Мишин лежал в крайней левой. Девятнадцать лет, Саратов. Убит в первую ночь, на плацдарме. Сорокин помнил его плохо: тихий, нескладный, длинные руки — и он всё время моргал, часто-часто, как будто в глаза попал песок. Призвали осенью тридцать восьмого, из ремесленного училища — не доучился на токаря. Писем от него не осталось: не успел написать ни одного.
Токарь. Значит, умел работать с металлом — точить, подгонять, чувствовать сотые доли миллиметра подушечками пальцев. И теперь эти пальцы здесь, в финской земле, и токарного станка не будет, и ничего не будет. Мысль была простая, даже примитивная, но давила сильнее всех остальных.
Абрамов — рядом с Мишиным. Двадцать три, Тула, женат, дочка — годик. Убит той же ночью, на том же плацдарме. Три пули в грудь, автоматная очередь. Дроздов потом сказал: не мучился. Правда ли — Сорокин не знал и не хотел знать. Но думал о дочке. Годик. Ещё не ходит, только встаёт, держась за стул, за край стола. Когда научится ходить — отца уже не будет. Когда вырастет — фотография в рамке и рассказы матери о человеке, которого она не помнит. Где-то в Туле стоит этот стул, за который девочка цепляется пальчиками, и мать смотрит на неё и ещё ничего не знает, потому что похоронка придёт через неделю, через две, через месяц — полевая почта не торопится с такими письмами.
Лепёшкин — сапёр, убитый на переправе. Двадцать семь, Рязань. Про него Сорокин вообще ничего не знал: другая рота, другой батальон. Просто фамилия в списке, зачитанном перед строем.
Сорок одна фамилия. Сорок один человек, приплывший на баржах и не уплывающий обратно.
Авдеев, ротный, стоял перед строем. Говорил коротко — не умел по-другому, да и не нужно было. Выполнили долг. Не забудем. Уставные слова, положенные для такого случая, — но голос у Авдеева был негромкий и ломался на середине фразы, и Сорокин только сейчас заметил, что ротному всего двадцать шесть, и что он тоже стоит вот так впервые, и что слова про «не забудем» говорит не строю, а самому себе.

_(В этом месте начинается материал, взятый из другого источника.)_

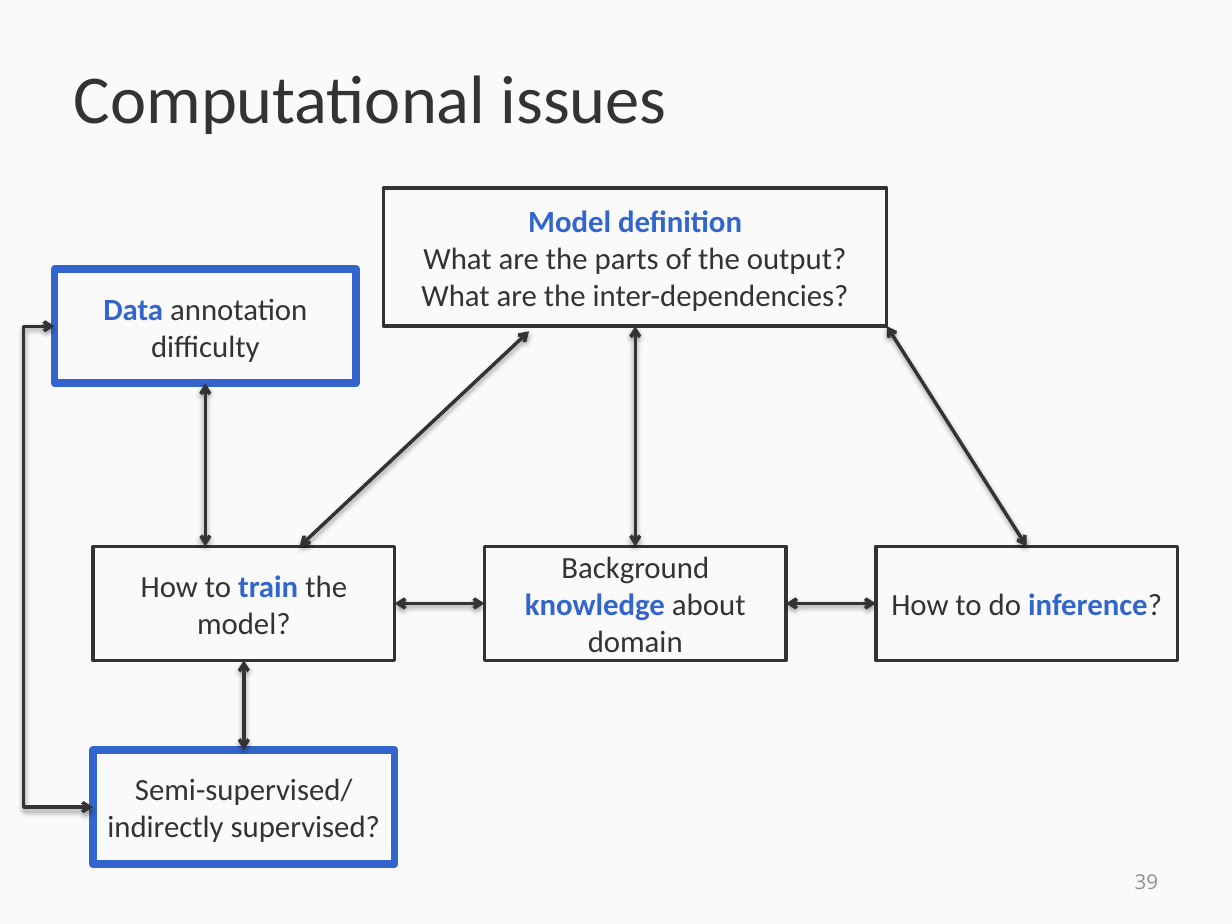
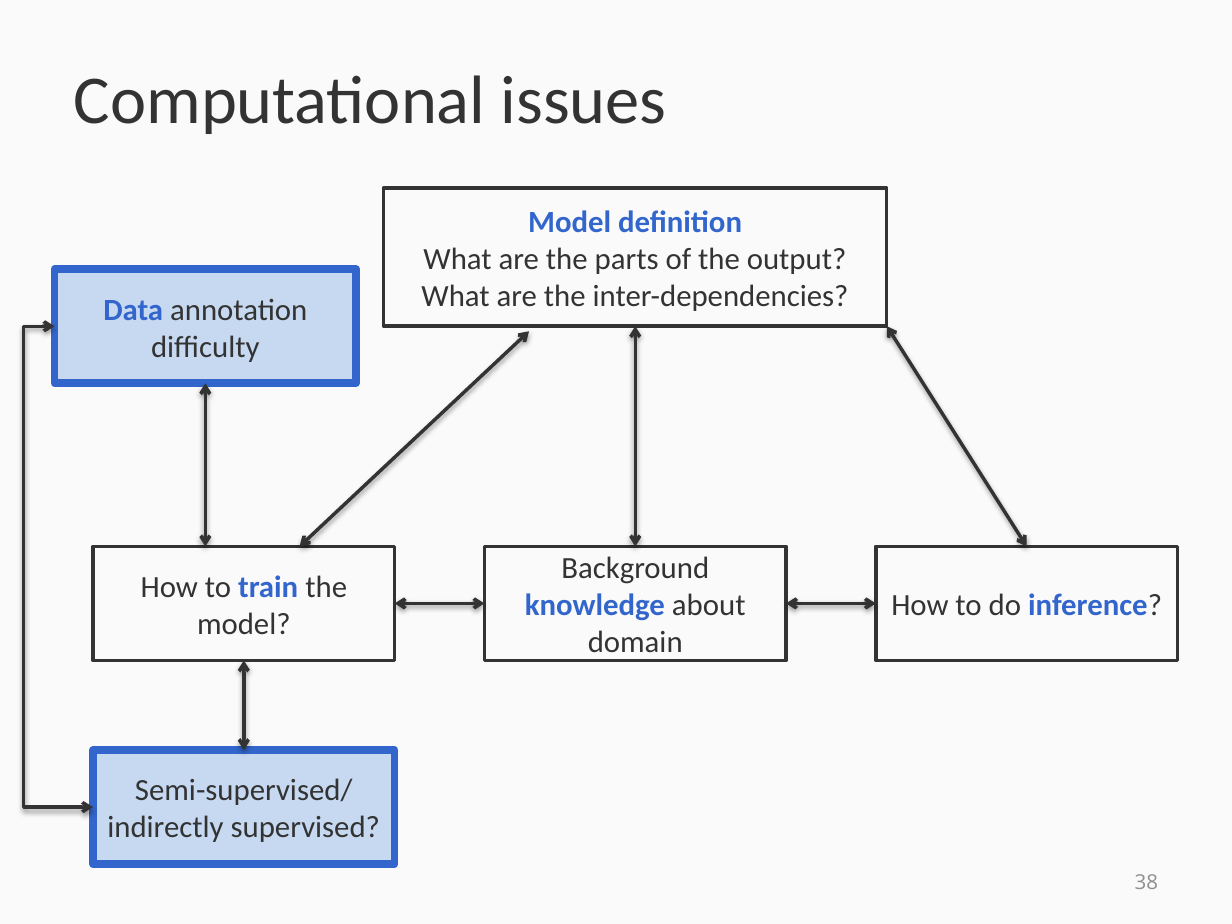
Before and after one commit to svivek/structured-prediction, a slide deck: slide 38 of slides/final/final.pptx (slide 39 before the commit). Drawn at 1232x924 pixels with LibreOffice and Linux fonts; fonts in the diff are those of the drawing. Boxes give left, top, right and bottom in pixels: in the first picture for what was removed or moved away, otherwise in the second. Text is boxed around its words. In the diff, an @@ line names an element or a change of style, - is before the commit and + after.

```diff
--- a/slides/final/final.pptx
+++ b/slides/final/final.pptx
@@ rectangle "Data annotation difficulty" at [54,270,356,384]: fill #FAFAFA to #C6D9F1 @@
@@ rectangle "Semi-supervised/indirectly supervised?" at [94,750,395,865]: fill #FAFAFA to #C6D9F1 @@
@@ page number at [1135,874,1158,889]: text changed @@
-39
+38
```
Also in this commit, not shown: 10 other slides changed, 1 slide added, 2 slides removed, 1 other file.
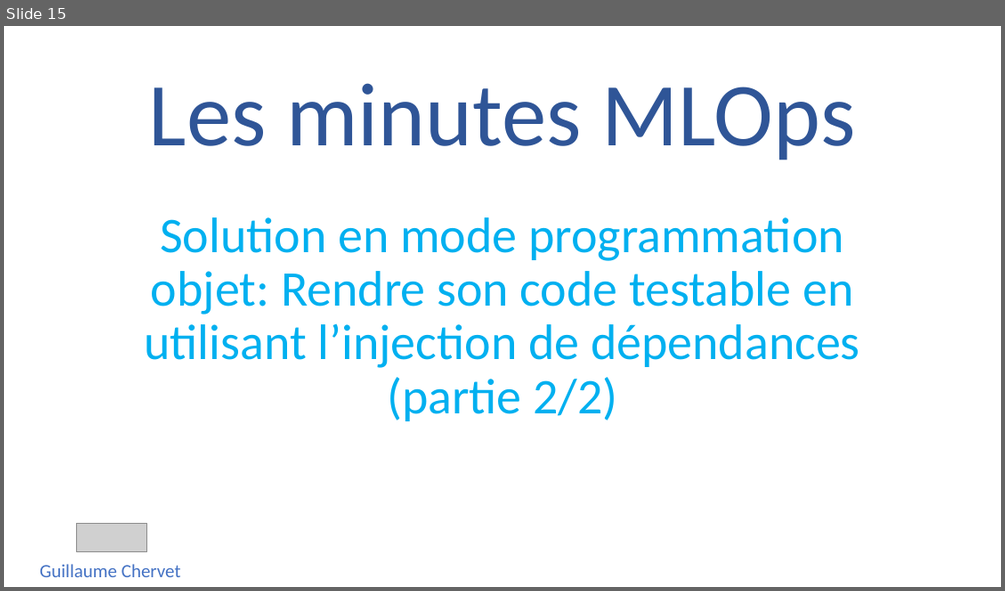
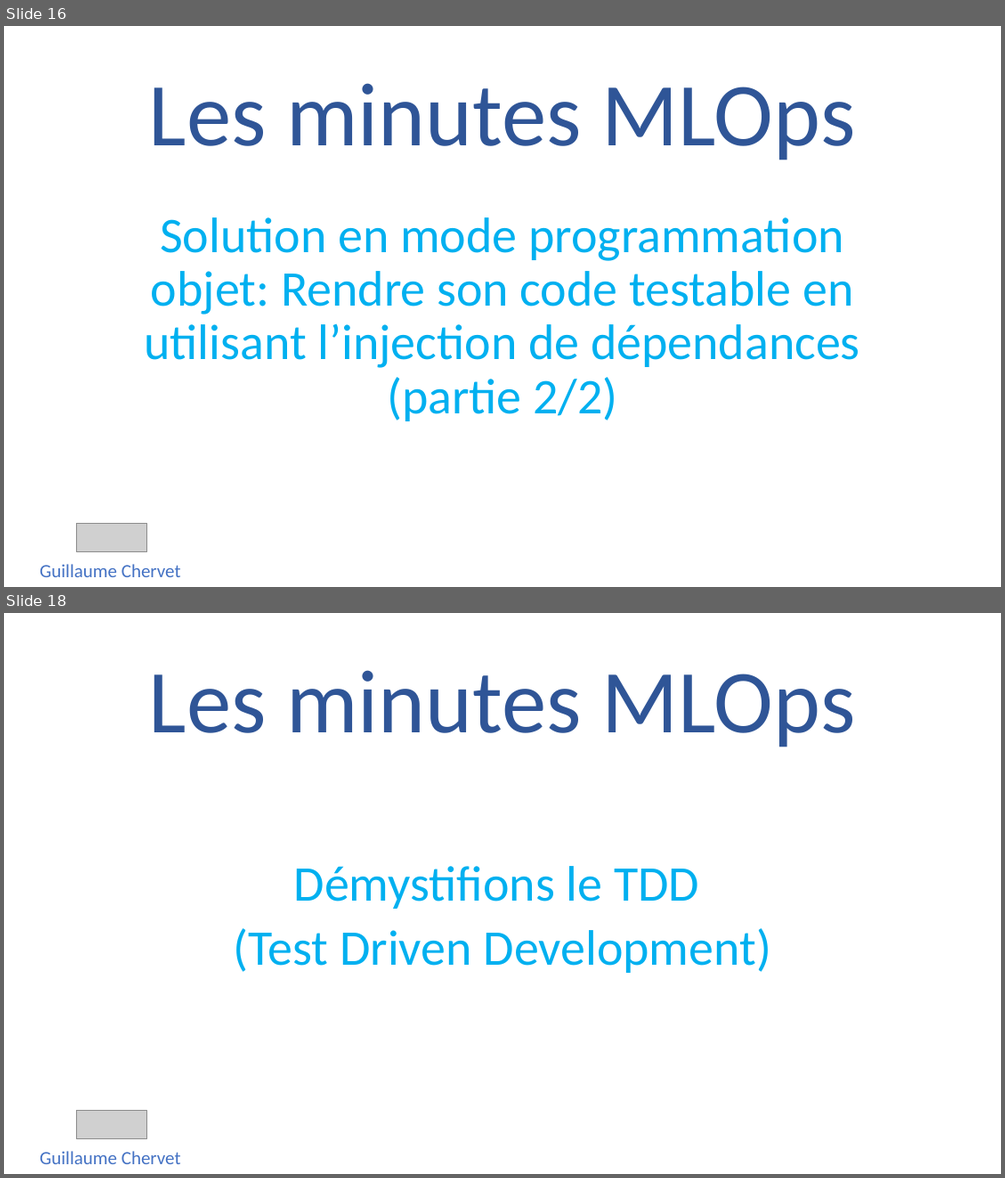
Before and after one commit to guillaume-chervet/Les-Minutes-MLOps, a slide deck: Les minutes MLOps.pptx. Shown one above the other, each under a label of ours: slide 15 before the commit, slides 16 and 18 after it; the slides between them are not shown. The pictures are 1005x591 and 1005x1178 pixels, drawn with LibreOffice and Linux fonts; fonts in the diff are those of the drawing; grey boxes stand for pictures. Boxes give left, top, right and bottom in pixels: in the first picture for what was removed or moved away, otherwise in the second. Text is boxed around its words. In the diff, an @@ line names an element or a change of style, - is before the commit and + after.

Commit message:
feat(MLOPs): add episodes

```diff
--- a/Les minutes MLOps.pptx
+++ b/Les minutes MLOps.pptx
@@ slide 18 added at <box>4,613,1001,1174</box>, background #FFFFFF @@
@@ title added at <box>149,670,856,747</box>, 86.4 pt, text #2F5597 @@
+Les minutes MLOps
@@ subtitle added at <box>233,866,771,973</box>, 48 pt, text #00B0F0 @@
+Démystifions le TDD
+(Test Driven Development)
@@ picture added at <box>76,1111,146,1139</box> @@
@@ text added at <box>40,1151,181,1164</box>, 18 pt, text #4472C4 @@
+Guillaume Chervet
@@ what was slide 15 is now slide 16 @@
```
Also in this commit, not shown: 15 other slides added, 3 other files.
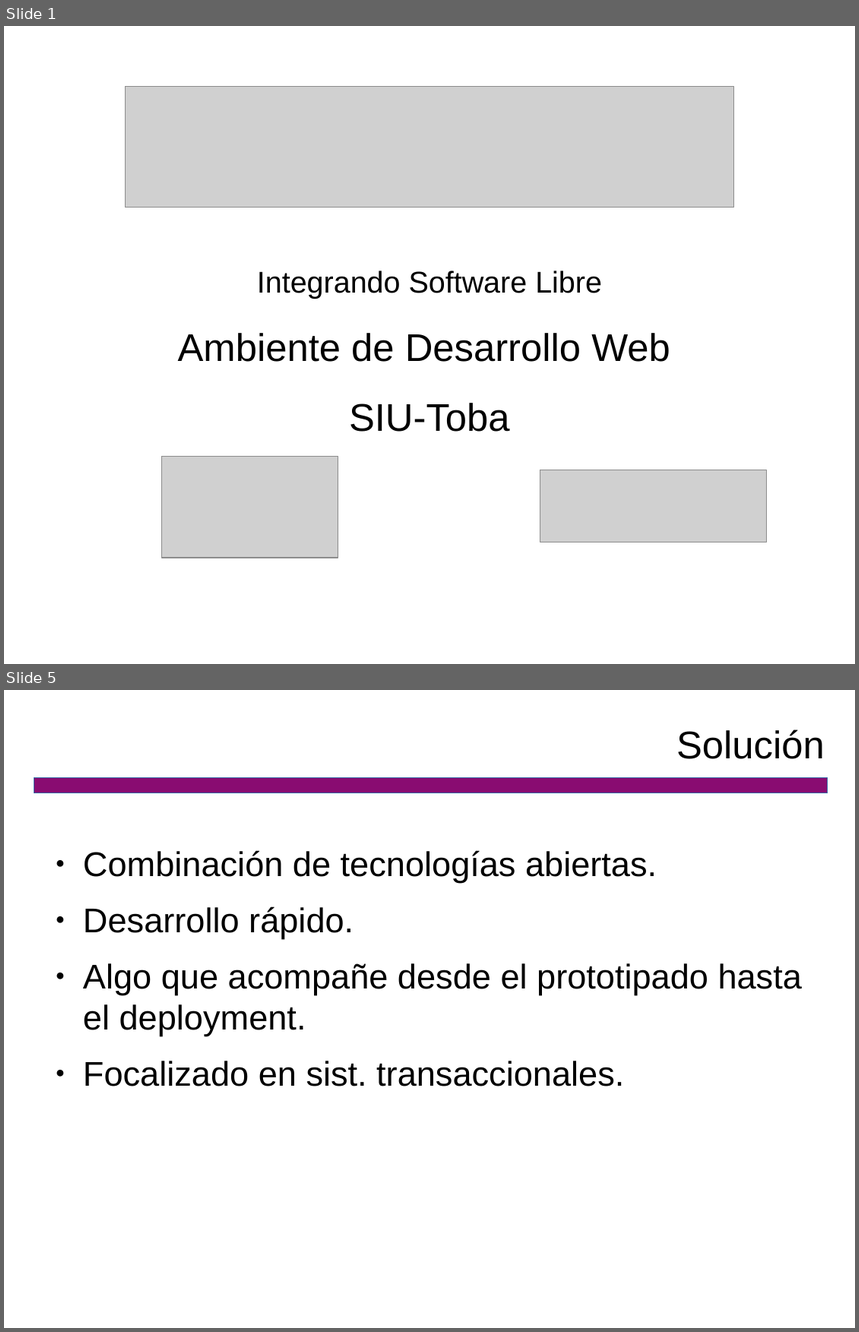
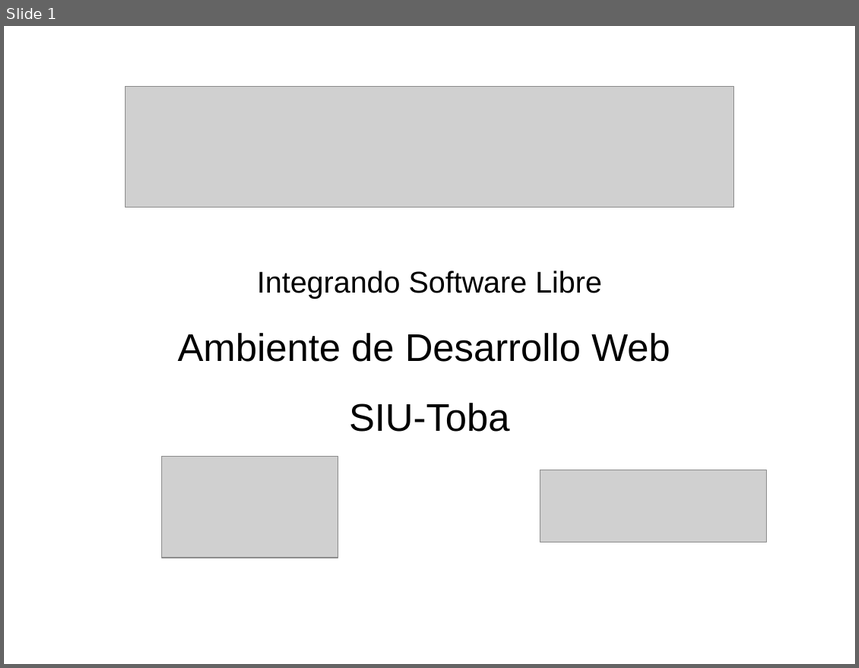
Before and after one commit to SIU-Toba/framework, a slide deck: doc/presentacion/CafeConf2006.odp. Shown one above the other, each under a label of ours: slides 1 and 5 before the commit, slide 1 after it; the slides between them are not shown. The pictures are 859x1332 and 859x668 pixels, drawn with LibreOffice and Linux fonts; fonts in the diff are those of the drawing; grey boxes stand for pictures; background and template pictures are left out. Boxes give left, top, right and bottom in pixels: in the first picture for what was removed or moved away, otherwise in the second. Text is boxed around its words. In the diff, an @@ line names an element or a change of style, - is before the commit and + after.

```diff
--- a/doc/presentacion/CafeConf2006.odp
+++ b/doc/presentacion/CafeConf2006.odp
@@ slide 5 removed at (4, 690, 855, 1328), background #FFFFFF @@
@@ title removed at (677, 730, 825, 759) @@
-Solución
@@ rectangle removed at (34, 778, 828, 793) @@
@@ text removed at (83, 850, 802, 1087) @@
-● Combinación de tecnologías abiertas.
-● Desarrollo rápido.
-● Algo que acompañe desde el prototipado hasta el deployment.
-● Focalizado en sist. transaccionales.
```
Also in this commit, not shown: 9 slides added, 4 other slides removed, 1 other file.

Залп. Три винтовки в небо. Звук улетел и не вернулся — ушёл в серые облака и растворился, как растворяется всё, чему не за что зацепиться.
После похорон строй разошёлся молча, без команды — просто разбрелись, кто куда. Сорокин пошёл вниз с холма, через город, мимо финских домов с закрытыми ставнями, мимо палисадников с аккуратными заборчиками, которым война не причинила ничего, кроме нескольких осколочных отметин на штакетинах. Остановился у одного дома — аккуратного, с красной крышей и белыми наличниками. Пустой: хозяева ушли, уехали, попрятались. Во дворе росла яблоня — невысокая, раскидистая, вся в мелких зелёных яблоках, кислых, ещё не дозревших. Сорокин сорвал одно, откусил. Кислое, вяжущее, с горчинкой. Скулы свело. Съел. Сорвал второе.
Подошёл Дроздов, сел рядом на камень, тоже потянулся к ветке.
— Кислятина, — сказал он, поморщившись.
— Зато своя.
Дроздов покосился.
— Финская.
— Теперь наша, — сказал Сорокин. И сам не понял, шутит или нет.
Дроздов жевал яблоко и смотрел в сторону залива. Там, за деревьями, за крышами, была вода — серая, осенняя, с белыми гребешками. Где-то за ней — Кронштадт, Ленинград, дом. Далеко и близко одновременно.
— Хасан был хуже, — сказал он. — Там мы ни черта не понимали. Шли в лоб на высоты и падали. Здесь хоть ясно было — зачем. Шоссе, десант, баржи. Ясно.
— Мишину не легче от этого.
— Нет. Не легче. — Дроздов доел яблоко, бросил огрызок. Помолчал. — Ему вообще ничего уже.